- Written by: Charlie Foley Vaibhav Bhatt
- Story by: Charlie Foley Vaibhav Bhatt
- Directed by: Sid Bennett Director of Animation - Steve Gomez
- Country of origin: United States
- Original language: English

Production
- Producers: Darlow Smithson, Tom Brisley
- Running time: 90 minutes

Original release
- Network: Animal Planet
- Release: May 27, 2012

= Mermaids: The Body Found =

2012 television film directed by Sid Bennett

Mermaids: The Body Found is a pseudo-documentary television program originally aired on American TV channels Animal Planet (May 27, 2012) and Discovery Channel (June 17, 2012). It tells a story of a scientific team's investigative efforts to uncover the source behind mysterious underwater recordings of an unidentified marine body. The show presents the controversial aquatic ape hypothesis as evidence that mermaids exist, along with a digitally manufactured video. A sequel broadcast called Mermaids: The New Evidence aired May 26, 2013.

Mermaids: The Body Found and its sequel Mermaids: The New Evidence are examples of what is known as docufiction, in which documentary style and programming elements are combined with fictional – or sometimes, less egregiously, speculative – science and fiction. This type of programming receives particular criticism when, as in the original broadcast of Mermaids: The Body Found, there are only a few, easily missed disclaimers to indicate the speculative nature of the programming. On the contrary, the serious tone of the majority of the presentation implied that it was a factual documentary.

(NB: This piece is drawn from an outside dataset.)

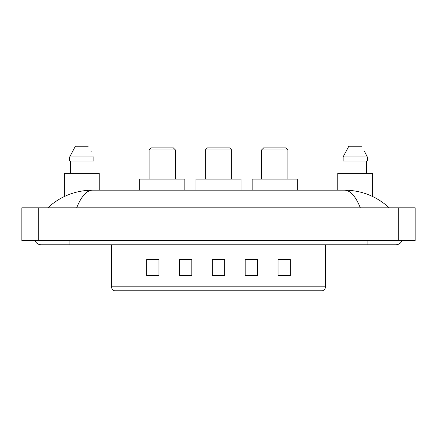 <?xml version="1.0" encoding="UTF-8"?>
<svg xmlns="http://www.w3.org/2000/svg" width="437" height="437" viewBox="0 0 437 437"><rect width="100%" height="100%" fill="white"/><g stroke="black" fill="none" stroke-linecap="round" stroke-linejoin="round"><path stroke-width="0.66" d="M35.058 240.667A6.571 6.571 0 0 0 41.144 244.775A6.571 6.571 0 0 1 35.058 240.667A6.571 6.571 0 0 0 41.144 244.775L395.856 244.775A6.571 6.571 0 0 0 401.942 240.667A6.571 6.571 0 0 1 395.856 244.775A6.571 6.571 0 0 0 401.942 240.667A6.571 6.571 0 0 1 395.856 244.775M360.35 207.826C355.642 196.235 350.348 190.346 344.482 190.171L92.518 190.171C86.652 190.346 81.358 196.235 76.65 207.826M38.27 207.826L415.15 207.826L415.15 240.667L21.85 240.667L21.85 207.826L38.27 207.826L38.27 240.667M344.482 190.171C361.426 190.303 376.366 196.186 389.285 207.826L387.887 206.559M49.113 206.559L47.715 207.826C60.574 196.213 75.508 190.33 92.518 190.171M309.025 290.758L309.025 286.814L325.445 286.814C325.33 288.781 324.347 290.097 322.49 290.758L114.51 290.758A4.108 4.108 0 0 1 111.555 286.814L111.555 244.775M290.343 276.015L290.343 259.594L278.03 259.594L278.03 276.015L290.343 276.015M257.502 276.015L257.502 259.594L245.184 259.594L245.184 276.015L257.502 276.015M158.97 276.015L158.97 259.594L146.657 259.594L146.657 276.015L158.97 276.015M191.816 276.015L191.816 259.594L179.498 259.594L179.498 276.015L191.816 276.015M224.656 276.015L224.656 259.594L212.344 259.594L212.344 276.015L224.656 276.015M278.03 259.676L289.523 259.676M191.816 259.594L179.498 259.676L191.816 259.594M147.477 259.676L158.97 259.676M257.502 259.594L245.184 259.676L257.502 259.594M224.656 259.676L212.344 259.676M99.237 190.171L99.237 173.342L64.343 173.342L64.343 196.524M92.988 161.024L92.988 173.342L92.988 161.024M69.696 156.921L75.377 146.242L69.696 156.921L69.696 161.024L93.884 161.024L93.884 156.921L69.696 156.921M91.289 151.847L90.962 151.229M70.592 161.024L70.592 173.342M88.198 146.242L75.377 146.242M149.121 149.94L175.395 149.94L173.342 147.886L151.169 147.886L149.121 149.94L149.121 179.088M175.395 149.94L175.395 179.088M184.835 190.171L184.835 179.088L139.676 179.088L139.676 190.171M205.363 149.94L231.637 149.94L229.583 147.886L207.417 147.886L205.363 149.94L205.363 179.088M231.637 149.94L231.637 179.088M241.082 190.171L241.082 179.088L195.918 179.088L195.918 190.171M261.605 149.94L287.879 149.94L285.831 147.886L263.658 147.886L261.605 149.94L261.605 179.088M287.879 149.94L287.879 179.088M297.324 190.171L297.324 179.088L252.165 179.088L252.165 190.171M372.657 196.524L372.657 173.342L337.763 173.342L337.763 190.171M364.709 151.847L367.304 156.921L343.116 156.921L348.802 146.242L343.116 156.921L343.116 161.024L367.304 161.024L367.304 156.921L367.304 161.024M367.304 156.921L364.387 151.229M344.012 161.024L344.012 173.342M366.408 173.342L366.408 161.024M361.623 146.242L348.802 146.242M367.118 240.667L367.118 244.775M69.882 240.667L69.882 244.775M398.73 207.826L398.73 240.667M111.555 286.814L127.975 286.814L127.975 290.758M127.975 244.775L127.975 286.814L309.025 286.814L309.025 244.775M224.656 275.447L212.344 275.447M191.816 275.447L179.498 275.447M158.97 275.447L146.657 275.447M257.502 275.447L245.184 275.447M290.343 275.447L278.03 275.447M325.445 286.814L325.445 244.775"/></g></svg>

The first airings of the two Mermaids programs apparently gathered the attention of millions of people and also drew some of Animal Planet's largest audiences ever.

==Ratings==
Mermaids: The Body Found received 1.9 million views during its US telecast premiere on May 27, 2012. This is the network's most watched telecast since the Steve Irwin memorial special in September 2006.

==Criticism==
Animal Planet has been criticized for giving the impression that Mermaids was an actual documentary, when in fact much of the material was made up, and the scientists shown were actors. Publicity for the program included a website falsely claiming government seizure of the site's domain, and the US National Oceanic and Atmospheric Administration put up a rebuttal to the program.